And in Israel there was silence.
And then this week, on Wednesday, reports emerged that – in the framework of a new deal – the United States is considering removing the Islamic Revolutionary Guards Corps (IRGC) from the Foreign Terrorist Organization list. The news was earth shattering and would be an amazing prize to Iran, just days after Tehran took responsibility for firing ballistic missiles at a US consulate in Erbil.
VIEW OF a damaged building in the aftermath of missile attacks in Erbil on Sunday, for which Iran’s Revolutionary Guards Corps claimed responsibility. (credit: AZAD LASHKARI/REUTERS)
And again, in Israel there was silence.
At this point, there is no longer hiding what should be obvious to every Israeli: Iran is on its way to getting the best deal it could have imagined, which will pave the way for it to one day obtain a nuclear weapon. At the same time, Israel is on its way to potentially facing a threat of an existential nature – and instead of fighting it tooth and nail, the leadership in this country is, for the most part, silent.
There are a number of reasons why Israel is largely silent. While it is true that Prime Minister Naftali Bennett, Foreign Minister Yair Lapid and Defense Minister Benny Gantz occasionally issue a statement against the coming deal and speak frequently with their foreign counterparts about it, this type of activity is a far cry from the way Israel has fought against nuclear proliferation in the past.
According to senior government sources, one of the reasons Israel is quiet is because its silence was a condition made by the Americans if Jerusalem wanted to receive regular updates from what was happening in Vienna.
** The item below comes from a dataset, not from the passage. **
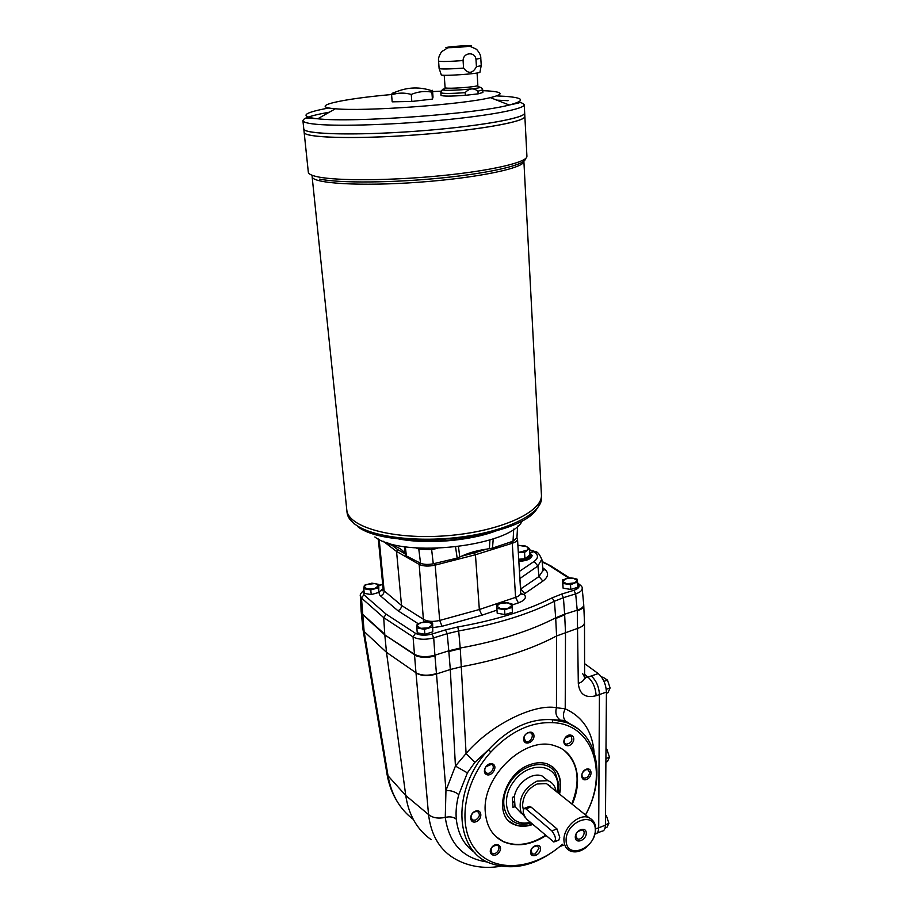 <?xml version="1.0" encoding="UTF-8"?>
<svg xmlns="http://www.w3.org/2000/svg" width="913" height="913" viewBox="0 0 913 913"><rect width="100%" height="100%" fill="white"/><g stroke="black" fill="none" stroke-linecap="round" stroke-linejoin="round"><path stroke-width="1.37" d="M405.304 546.739L406.399 555.949L404.961 553.769C403.192 550.162 398.878 547.332 392.019 545.266L388.059 543.874L387.831 542.858M492.084 853.438L492.198 853.495C494.253 854.214 496.17 853.415 497.95 851.121C499.445 848.451 499.263 846.477 497.38 845.221C491.582 845.883 489.825 848.622 492.084 853.438M499.297 852.091C495.063 858.517 487.154 854.157 491.502 847.743C495.782 841.295 503.634 845.723 499.297 852.091M554.921 841.66L558.813 840.108L559.76 837.289L556.964 828.901L530.932 806.966L525.945 808.884L551.897 830.91C555.766 836.217 556.439 839.937 553.917 842.071L526.573 819.087C522.887 813.917 522.247 810.299 524.655 808.233L525.945 808.884M528.216 806.875L530.932 806.966M566.117 841.078C565.056 821.894 594.774 810.196 595.322 829.312C596.326 848.109 567.041 860.183 566.117 841.078M587.013 846.693C581.296 851.452 575.806 852.936 570.534 851.144C566.551 849.398 564.36 845.974 563.983 840.873C562.773 828.159 578.671 813.266 588.725 817.534C596.143 821.369 597.581 828.513 593.062 838.944M577.769 831.423L582.334 829.974C586.933 831.435 581.832 840.839 577.495 838.91L575.715 836.148L576.594 832.918M575.293 837.381C574.905 830.214 586.032 825.774 586.272 832.953C586.66 840.074 575.601 844.559 575.293 837.381M521.62 813.643L515.012 806.67L513.015 807.434L512.353 797.346L514.361 796.593C516.518 783.308 532.062 771.805 542.025 775.947L547.96 780.683M523.286 809.397L522.578 805.745C522.944 795.759 527.805 788.501 537.175 783.982L546.488 783.616L551.509 787.645M548.69 785.374L548.451 784.575M514.019 802.219L512.592 801.009M397.201 538.613C425.458 544.616 469.419 541.135 496.307 530.807M374.866 536.981C402.861 558.87 512.113 546.191 522.533 520.307M493.225 538.91L492.495 548.108L486.572 549.124C476.86 550.55 468.563 552.89 461.693 556.165L457.162 558.117L455.576 547.047M431.518 548.473L433.264 563.789L457.162 558.117M433.264 563.789C428.163 564.782 423.94 564.599 420.562 563.241L418.793 549.112L416.237 547.937M406.399 555.949L420.562 563.241M517.591 526.116L516.929 537.94L513.026 541.226L513.711 529.129M492.495 548.108L513.026 541.226M477.967 91.186C473.516 87.716 469.259 88.196 465.185 92.647L465.368 95.317L478.127 93.856L477.967 91.186L482.737 89.828C481.824 87.774 480.946 86.986 480.124 87.465C475.833 89.12 447.484 91.072 443.09 90.01C442.223 89.657 441.47 90.558 440.842 92.715C442.645 93.697 450.76 93.674 465.185 92.647M475.97 59.265C474.943 51.242 463.074 52.44 463.085 60.566L463.576 68.098C468.301 74.101 472.58 73.656 476.438 66.752L475.97 59.265L480.786 58.17C481.003 55.784 479.587 52.828 476.54 49.291L469.898 46.255C472.112 45.901 472.101 45.696 469.864 45.65C462.309 45.479 439.164 47.716 447.781 47.796L469.898 46.255M439.142 68.441L439.119 68.509C440.911 69.262 449.07 69.126 463.576 68.098M439.199 68.612L441.241 74.729C439.119 76.589 482.19 73.611 479.976 72.047L481.197 65.69M476.438 66.752L481.242 65.588L480.786 58.17M478.127 93.856L482.897 92.464L482.737 89.828M468.437 45.787L447.747 47.487C447.199 48.206 470.492 46.597 469.91 45.947L468.437 45.787M489.402 548.747L489.916 539.994M389.703 543.429L389.965 544.707M458.463 546.693L459.787 557.135M405.349 554.819L404.356 546.602M437.27 548.371L431.507 549.637L418.793 549.112M490.27 531.343L490.258 532.233M531.104 822.978L527.36 823.846C508.085 827.6 496.912 805.802 508.336 785.283C519.235 764.569 545.997 757.585 555.184 772.455L558.733 783.959M386.039 542.265L388.059 543.874M444.22 75.265L445.099 87.682L445.806 87.979C449.55 88.858 473.505 87.203 477.179 85.811L477.853 85.423L477.077 72.983M469.316 46.164L448.374 47.624M464.032 46.825L453.693 47.544M464.637 46.666L453.065 47.476M431.895 92.133L432.408 99.095L433.013 97.189L432.511 90.319L431.895 92.133C424.91 90.832 418.04 91.608 411.261 94.438C404.493 92.533 397.931 92.67 391.597 94.872L391.688 94.005L396.242 91.814C407.997 87.066 419.9 86.724 431.94 90.798M392.83 93.023L396.562 91.677M328.965 107.962C304.052 112.573 299.418 116.088 315.088 118.496L317.77 118.781C351.939 122.913 476.187 113.954 509.226 105.018L518.573 103.021C520.193 102.142 522.076 102.701 524.245 104.687C524.792 108.955 488.991 115.848 438.046 120.516C387.192 125.195 332.332 126.542 312.486 123.86C306.254 123.027 303.07 121.954 302.911 120.607L304.143 132.294C303.687 137.795 354.392 139.392 415.347 134.953C476.301 130.582 525.991 121.737 524.861 116.385L526.927 156.306C527.543 162.149 492.29 170.583 442.052 175.604C391.894 180.66 337.684 181.036 317.929 176.871C311.732 175.581 308.526 174.018 308.32 172.192L304.143 132.294C303.687 137.772 354.392 139.381 415.347 134.941C476.301 130.57 525.991 121.726 524.849 116.362L524.849 116.293M304.748 133.252C309.484 138.046 358.626 139.084 415.518 134.941C472.409 130.844 520.501 122.776 524.404 117.389M303.778 128.881C303.31 134.257 354.061 135.74 415.061 131.301C476.072 126.93 525.808 118.199 524.678 112.972L524.849 116.362M304.36 129.794C308.971 134.485 358.193 135.444 415.232 131.289C472.283 127.181 520.456 119.192 524.245 113.92M303.778 128.87C303.31 134.234 354.05 135.729 415.061 131.289C476.072 126.907 525.808 118.188 524.678 112.95L524.678 112.881M391.631 94.518C340.538 99.026 307.316 106.638 335.391 108.761C363.808 111.671 462.777 104.561 490.372 97.634C504.079 94.267 503.303 92.03 488.021 90.923L482.783 90.661M441.241 91.163L432.602 91.574M404.003 539.355C433.07 543.018 461.647 540.77 489.722 532.61M541.546 497.208L523.879 161.179C525.032 167.969 477.431 178.001 419.056 182.212C360.681 186.514 311.869 183.502 312.12 176.631L346.792 509.922C347.75 527.143 393.435 540.005 446.719 535.726C500.027 531.651 543.007 511.919 541.42 494.8C542.995 511.931 500.016 531.663 446.719 535.737C393.446 540.005 347.773 527.155 346.814 509.933C347.75 527.166 393.435 540.017 446.719 535.737C500.027 531.674 543.007 511.931 541.42 494.812L541.409 494.572M440.842 92.715L441.036 95.351C442.839 96.356 450.942 96.344 465.368 95.317M432.408 99.095L411.82 101.457L392.179 101.834L391.597 94.872M411.261 94.438L411.82 101.457M518.824 560.924C526.402 560.32 530.51 558.539 531.172 555.583L528.022 559.646M529.814 553.518L532.119 555.846M549.946 785.751L550.071 786.492M525.158 817.375L520.787 811.623C518.185 798.464 523.594 788.296 537.004 781.117L547.937 780.672C552.445 782.441 555.127 785.967 556.006 791.251M515.012 806.67L514.361 796.593M518.846 561.392C527.018 560.844 531.446 558.87 532.131 555.481L529.757 552.616M434.645 563.492L435.17 565.124L475.445 554.75L474.566 552.856L486.572 549.124M383.255 541.238L396.55 551.441L397.771 549.66L404.961 553.769M577.701 583.875C580.394 586.26 579.139 588.406 573.912 590.3L561.666 594.078L563.424 597.673L554.419 601.256L555.709 618.5L564.656 614.86L564.633 614.187L555.675 617.827C530.168 631.009 498.35 641.074 460.22 648.036L448.797 650.809L447.199 633.679L433.709 637.867L434.896 655.203C426.531 657.417 419.672 657.086 414.319 654.199L384.807 634.9L416.214 655.865L384.807 634.9L361.548 613.536L384.807 634.9L386.507 652.327L415.974 672.755L413.053 636.909C418.405 639.671 425.298 639.99 433.709 637.867L431.997 634.044C425.275 635.779 419.775 635.539 415.472 633.302L413.053 636.909L383.711 617.622L384.75 634.215L362.324 613.947L361.194 611.778M583.715 604.532L583.727 604.771C583.658 606.962 581.49 608.766 577.256 610.192L564.633 614.187L563.424 597.673L575.681 593.872C579.995 592.423 582.163 590.62 582.197 588.463L582.163 588.2M419.832 562.887L419.181 564.417L396.55 551.441L401.515 605.433C401.503 607.99 400.293 609.747 397.897 610.706L380.504 595.892C378.142 593.576 379.021 591.213 383.118 588.817M511.679 541.706L512.284 543.258L475.445 554.75L479.336 609.519L481.927 615.202L442.052 626.284L433.002 627.608M542.813 567.897C549.124 571.926 549.147 576.331 542.881 581.102L524.747 593.587L524.45 594.683L520.832 593.518M524.747 593.587L520.787 588.942L538.99 576.537L542.881 581.102M519.451 571.515L519.931 578.522L537.905 565.969L534.094 561.461L519.44 571.378M519.874 578.557L520.787 588.942M534.094 561.461C538.602 558.014 538.556 554.75 533.957 551.68L537.164 552.696M541.843 559.224L537.905 565.969L538.99 576.537L543.087 570.374L543.783 570.614L542.95 569.198M542.162 562.02L551.76 566.471M583.727 604.771L584.491 622.529C584.377 624.869 582.232 626.775 578.055 628.212L556.588 635.973C531.218 649.417 499.582 659.654 461.658 666.695L450.303 669.503L448.842 651.505L460.278 648.732L458.691 630.94L447.199 633.679L445.476 629.89L457.733 626.98L458.691 630.94C496.934 624.081 528.832 614.187 554.419 601.256L552.045 597.878L561.666 594.078M360.338 595.824L361.468 598.038L363.888 594.762L364.013 590.996M415.472 633.302L386.153 614.187L383.711 617.622L361.468 598.038L364.127 631.499L386.507 652.327L405.749 795.497C408.67 815.012 417.161 829.746 431.21 839.686M529.62 550.151L533.957 551.68L530.122 552.787M430.343 632.618L426.074 633.93M423.632 634.056L420.048 633.348M376.738 593.028L372.048 594.374M370.358 594.454L366.741 593.781M575.475 587.983L571.641 589.159M569.838 589.284L565.364 588.531M509.979 613.022L505.973 614.266M503.805 614.392L499.742 613.65M416.214 655.865C421.726 657.839 427.98 657.851 434.953 655.911L434.896 655.203L448.797 650.809L448.842 651.505M531.172 555.583L529.814 553.586M518.767 559.977C526.961 559.213 530.761 557.261 530.156 554.123L529.825 553.666M525.34 546.042L518.447 545.346L526.687 546.625C528.456 547.709 528.57 548.896 527.018 550.197L518.322 552.525M519.018 552.502L524.564 552.445L524.929 558.802L518.721 559.235M524.564 552.445L529.529 548.587L525.523 546.031M529.494 548.633L529.848 554.853M529.86 554.956L524.929 558.802M496.877 608.343L497.197 613.182L504.9 614.597L512.421 612.269L511.896 603.744L511.988 605.296L508.347 608.286L500.712 608.754L496.786 606.209L499.822 603.447L508.039 602.774L511.988 605.296L512.125 607.419L504.592 609.736L496.877 608.343L496.74 604.668L504.227 602.386L511.896 603.744M504.592 609.736L504.9 614.597M512.125 607.419L512.421 612.269M570.751 589.433L577.849 587.253L577.644 582.528L566.676 583.784L562.602 581.433L565.889 578.659L573.227 578.203L577.336 580.542L574.083 583.339L570.534 584.708L562.865 583.43L562.362 580.006L563.093 588.143L570.751 589.433L570.534 584.708M562.362 580.006L569.438 577.861L573.227 578.203L577.05 579.116L577.644 582.528M562.865 583.43L563.093 588.143M363.773 588.68L364.253 593.324L371.226 594.614L378.758 592.446L378.827 584.4L378.541 585.815L374.513 588.6L367.231 589.045L364.059 586.694L366.421 584.537L375.323 583.498L378.541 585.815L378.302 587.801L370.758 589.958L363.773 588.68L364.378 585.279L371.888 583.145L378.827 584.4M370.758 589.958L371.226 594.614M378.302 587.801L378.758 592.446M416.819 627.882L417.252 632.8L424.876 634.295L432.796 631.864L432.625 623.065L432.477 624.709L428.402 627.859L420.608 628.327L416.956 625.645L420.208 622.803L428.768 622.038L432.477 624.709L432.385 626.934L424.454 629.365L416.819 627.882L417.15 624.001L425.024 621.616L432.625 623.065M424.454 629.365L424.876 634.295M432.385 626.934L432.796 631.864M606.255 689.315L610.089 687.968L607.967 692.693L606.426 693.241M610.089 687.968L607.499 680.128L603.984 681.349M607.499 680.128L602.808 677.081L601.804 677.423M605.924 758.566L609.485 757.219L607.419 761.568L605.89 762.138M609.485 757.219L606.951 749.516L605.992 749.881M605.992 748.637L606.951 749.516M605.41 824.781L608.914 823.378L606.894 827.361L605.034 828.102M608.914 823.378L606.437 815.8L605.479 816.188M605.49 814.853L606.437 815.8M595.014 833.946L595.036 833.946C597.364 833.831 598.586 831.789 598.7 827.84L599.43 694.553C598.939 686.622 596.212 680.436 591.225 675.985L598.232 673.566C603.231 677.994 605.958 684.157 606.426 692.077L605.41 825.135C605.285 829.084 604.052 831.115 601.713 831.252L597.102 833.113M598.232 673.566L584.594 663.637M599.282 719.25L598.654 827.794C598.54 831.72 597.33 833.763 595.025 833.911M552.525 766.726C559.658 773.037 561.883 782.064 559.19 793.808M532.45 824.131C525.694 826.527 519.531 826.55 513.962 824.211L509.283 821.278M532.838 824.462C526.071 826.858 519.908 826.881 514.339 824.542C492.244 816.656 503.451 773.06 530.054 764.615C536.251 762.389 541.968 762.15 547.184 763.884C558.585 768.906 562.716 778.983 559.578 794.127M470.925 817.512L472.626 820.136L475.513 820.114C479.736 817.249 480.466 814.419 477.704 811.634C473.87 811.178 471.61 813.141 470.925 817.512M476.187 821.677C469.487 824.302 468.654 813.677 475.388 811.178C482.087 808.598 482.874 819.178 476.187 821.677M496.01 836.685L503.223 841.444C516.313 846.91 530.396 844.867 545.483 835.338M571.789 803.931C580.794 781.003 578.306 763.2 564.314 750.532M572.189 804.25C583.555 779.371 576.183 752.152 555.446 746.024C525.991 734.497 481.094 776.552 485.362 812.787C486.709 826.756 492.792 836.422 503.599 841.786C516.69 847.241 530.773 845.21 545.871 835.669M540.53 848.519C540.953 854.83 530.921 858.893 530.567 852.514C530.133 846.157 540.222 842.14 540.53 848.519M586.169 769.26C592.343 766.886 592.777 777.157 586.625 779.451C580.451 781.882 579.983 771.553 586.169 769.26M565.113 737.944C569.347 731.587 576.788 736.506 572.519 742.783C568.343 749.128 560.833 744.278 565.113 737.944M523.651 739.45C523.195 732.671 533.637 728.962 533.957 735.764C534.413 742.497 524.028 746.252 523.651 739.45M486.195 774.395C481.048 771.394 488.078 760.963 493.123 764.113C498.224 767.137 491.24 777.499 486.195 774.395M562.454 844.24C534.322 869.61 495.234 873.307 476.141 850.323C456.728 827.703 463.165 782.099 490.92 751.981C510.196 731.473 530.841 721.704 552.833 722.674C593.073 723.975 608.868 773.288 585.461 814.91M552.833 722.674L552.239 719.684C529.825 718.269 508.587 728.289 488.535 749.756L490.92 751.981M474.92 762.298L467.399 772.866L455.427 766.064L466.087 753.499L474.92 762.298L488.535 749.756C451.924 788.079 453.738 849.82 489.756 863.093C513.62 871.55 537.871 865.284 562.511 844.297M585.53 814.967C606.392 777.659 597.958 732.934 565.946 722.388L552.239 719.684L563.424 720.368L577.244 728.3M460.278 648.732L466.087 753.499C491.571 723.849 534.904 703.444 556.451 707.735L565.215 708.808C562.716 713.863 562.865 717.96 565.661 721.087L565.843 721.236M555.709 618.5L556.588 635.984L556.451 707.735C555.093 712.836 556.2 716.796 559.783 719.627M467.399 772.866L458.783 794.664C456.454 803.2 455.621 811.372 456.295 819.178C458.006 834.22 464.226 845.381 474.931 852.639M487.474 862.032C463.131 858.562 449.07 843.68 445.27 817.386L445.955 790.487C451.113 790.418 455.393 791.811 458.783 794.664M583.761 605.445C583.681 607.624 581.524 609.439 577.278 610.865L578.306 683.472C582.414 681.943 584.514 679.877 584.628 677.263L582.551 673.429M578.306 683.472C579.481 694.325 585.416 698.411 596.121 695.717C595.63 687.774 592.902 681.577 587.926 677.115L584.628 677.309L585.142 678.348L584.628 677.195M436.494 673.965L445.955 790.487L455.427 766.064L450.303 669.503L436.494 673.965C428.174 676.465 421.35 676.111 415.997 672.915L415.974 672.755C421.304 675.7 428.129 675.974 436.448 673.577L436.494 673.965M500.632 866.277C486.446 868.605 473.311 867.167 461.225 861.975C442.314 853.86 431.415 838.054 428.539 814.556C432.694 817.922 438.263 818.858 445.27 817.386C449.869 816.348 453.544 816.941 456.295 819.178M413.269 819.383C399.757 809.18 391.346 794.652 388.036 775.799L386.941 773.733L363.077 629.97M363.043 629.696L364.15 631.648L363.009 629.514L361.286 612.703M564.656 614.86L565.501 632.275L565.215 708.808C582.54 716.739 592.172 731.142 594.078 752.027M485.819 766.794C484.312 769.431 484.461 771.462 486.252 772.889L486.709 773.106C491.217 775.091 496.09 765.87 491.342 764.364L485.819 766.794M527.931 732.808C525.42 733.972 524.119 735.901 524.028 738.606L526.082 741.516C530.613 743.228 535.007 733.949 530.248 732.705L527.931 732.808M570.876 735.878L565.193 737.944C563.583 740.957 563.903 743.045 566.151 744.221C571.481 743.205 573.044 740.432 570.876 735.878M589.661 772.387L587.824 769.648L585.575 769.762C581.49 772.706 580.839 775.479 583.647 778.093C587.036 778.275 589.045 776.37 589.661 772.387M535.189 853.997L538.955 848.36L537.392 845.872C531.697 846.728 530.042 849.455 532.45 854.054L535.189 853.997M392.019 545.266L397.771 549.66M556.964 828.901L551.897 830.91M444.768 88.755C442.177 89.303 441.618 89.714 443.09 90.01L445.806 87.979M447.769 47.796L441.607 51.71C439.085 55.556 438.08 58.683 438.582 61.091C440.386 61.776 448.545 61.605 463.085 60.566M461.693 556.165L474.566 552.856M530.27 822.259C509.134 828.125 498.11 801.808 513.871 781.368C529.049 760.54 557.272 763.542 557.82 785.237L557.318 792.301M540.53 502.983L536.445 509.557C517.112 539.206 389.212 551.566 357.531 526.493M541.569 498.247L541.557 497.437C542.584 512.216 511.828 529.255 467.639 536.091C423.529 543.018 375.14 537.997 356.572 525.386C350.74 521.471 347.568 517.192 347.066 512.558L346.803 509.933M319.733 179.096C339.259 183.273 392.784 182.92 442.166 177.898C491.639 172.922 526.23 164.523 525.397 158.702M305.33 118.279C309.439 116.328 317.439 114.308 329.331 112.208M496.763 100.133L508.073 100.704M518.63 101.994L521.631 102.747M490.372 97.634L509.226 105.018C525.603 100.681 524.233 97.794 505.106 96.333L496.683 95.911M516.952 537.62L517.523 539.138C517.477 540.747 515.742 542.117 512.284 543.258L515.583 597.364L479.336 609.519L439.701 620.441C433.241 621.947 427.98 621.662 423.929 619.585L401.515 605.433L384.133 590.825C384.122 593.324 382.912 595.002 380.504 595.892M442.052 626.284L439.701 620.441L435.17 565.124C428.608 566.562 423.267 566.322 419.181 564.417L423.575 621.879M361.206 611.972L361.548 613.536M577.278 610.865L575.681 593.872L573.912 590.3M418.063 623.602L397.897 610.706M379.18 539.435L384.133 590.825L383.163 589.205L382.068 590.894L383.209 589.467M524.45 594.683C526.733 597.753 524.713 600.48 518.39 602.888L511.976 605.057M496.992 610.112L481.927 615.202M518.39 602.888L515.583 597.364C518.983 596.155 520.695 594.694 520.73 592.959L522.065 594.443L520.787 593.382M543.052 570.054L541.911 559.749C539.731 554.431 537.552 551.714 535.383 551.578M577.689 583.658L579.721 584.48M549.626 565.775L568.605 577.997M552.045 597.878C526.812 610.557 495.371 620.258 457.733 626.98M381.326 584.856L382.707 584.468M378.941 585.541L382.227 584.605M445.476 629.89L431.997 634.044M386.153 614.187L363.888 594.762M524.313 552.513L524.678 558.87M509.808 613.08L506.418 614.118M503.337 614.312L499.913 613.684M566.665 583.784L573.512 583.498M575.338 588.029L572.086 589.022M569.381 589.205L565.546 588.565M376.544 593.085L372.481 594.249M369.902 594.374L366.855 593.804M430.149 632.675L426.519 633.793M423.164 633.953L420.197 633.382M596.121 695.717L606.426 692.077M591.225 675.974L587.926 677.115L584.628 674.376M598.7 827.84L605.41 825.135M415.997 672.915L428.539 814.556L405.749 795.497L388.036 775.799L364.15 631.648M595.721 828.844L598.654 827.794M434.953 655.911L436.448 673.577M524.655 808.233L529.483 806.384M546.488 783.616L588.725 817.534M558.037 792.883L558.802 784.21L555.184 772.455M353.959 523.777L349.165 518.299M302.911 120.607C304.851 116.727 309.37 118.53 309.61 118.211L317.77 118.781L335.391 108.761M477.179 85.811L480.124 87.465M524.245 104.687L524.678 112.95M438.582 61.091L439.119 68.509M542.025 775.947L547.937 780.672M576.206 837.826L577.495 838.91M529.597 549.82L535.052 551.543M542.105 561.495L550.448 565.695M550.573 565.706L569.461 577.861M577.667 583.145L578.454 583.658C581.49 585.872 582.734 587.47 582.197 588.463L583.727 604.714M378.918 585.324L382.684 584.252M363.956 590.38C360.966 592.868 359.768 594.751 360.35 596.018L361.194 611.904M378.313 539.001L383.163 589.205M517.523 539.138L520.73 592.959M530.156 554.123L530.898 554.693M529.894 554.899L529.529 548.587M499.651 613.627L503.862 614.403M505.916 614.278L510.07 613M565.284 588.52L569.883 589.296M571.584 589.182L575.567 587.961M366.638 593.77L370.416 594.466M372.002 594.386L376.807 593.005M419.934 633.325L423.7 634.067M426.006 633.953L430.434 632.583M471.37 818.984L472.626 820.136M578.26 729.053L565.661 721.087L563.424 720.368L565.946 722.388M584.628 677.263L584.491 622.529M560.068 846.431L563.549 845.176M386.964 773.893C388.79 784.666 392.499 794.344 398.068 802.938M485.271 771.884L486.709 773.106M524.564 740.34L526.082 741.516M564.725 743.159L566.151 744.221M582.38 777.123L583.647 778.093M531.377 853.096L532.45 854.054M491.091 852.468L492.198 853.495"/></g></svg>

To get the information, Israel needed to tamp down its criticism – and the decision made was that knowing what was happening was crucial for Israel to potentially influence the outcome.
The problem is that Israel does not seem to have influenced the deal at all. Instead, what we are about to see signed is a deal that will be remembered as the worst possible for Israel and the best possible for Iran. It is shorter and weaker than the original JCPOA signed in 2015 and will ultimately lead to Iran obtaining a nuclear weapon if and when it decides to.
AND THIS leads to the second reason for Israel’s quiet, which is the more significant one – a general resignation that a bad deal is coming and Israel cannot do anything to stop it. It is almost an acceptance of the fact that Iran is going to get a bomb.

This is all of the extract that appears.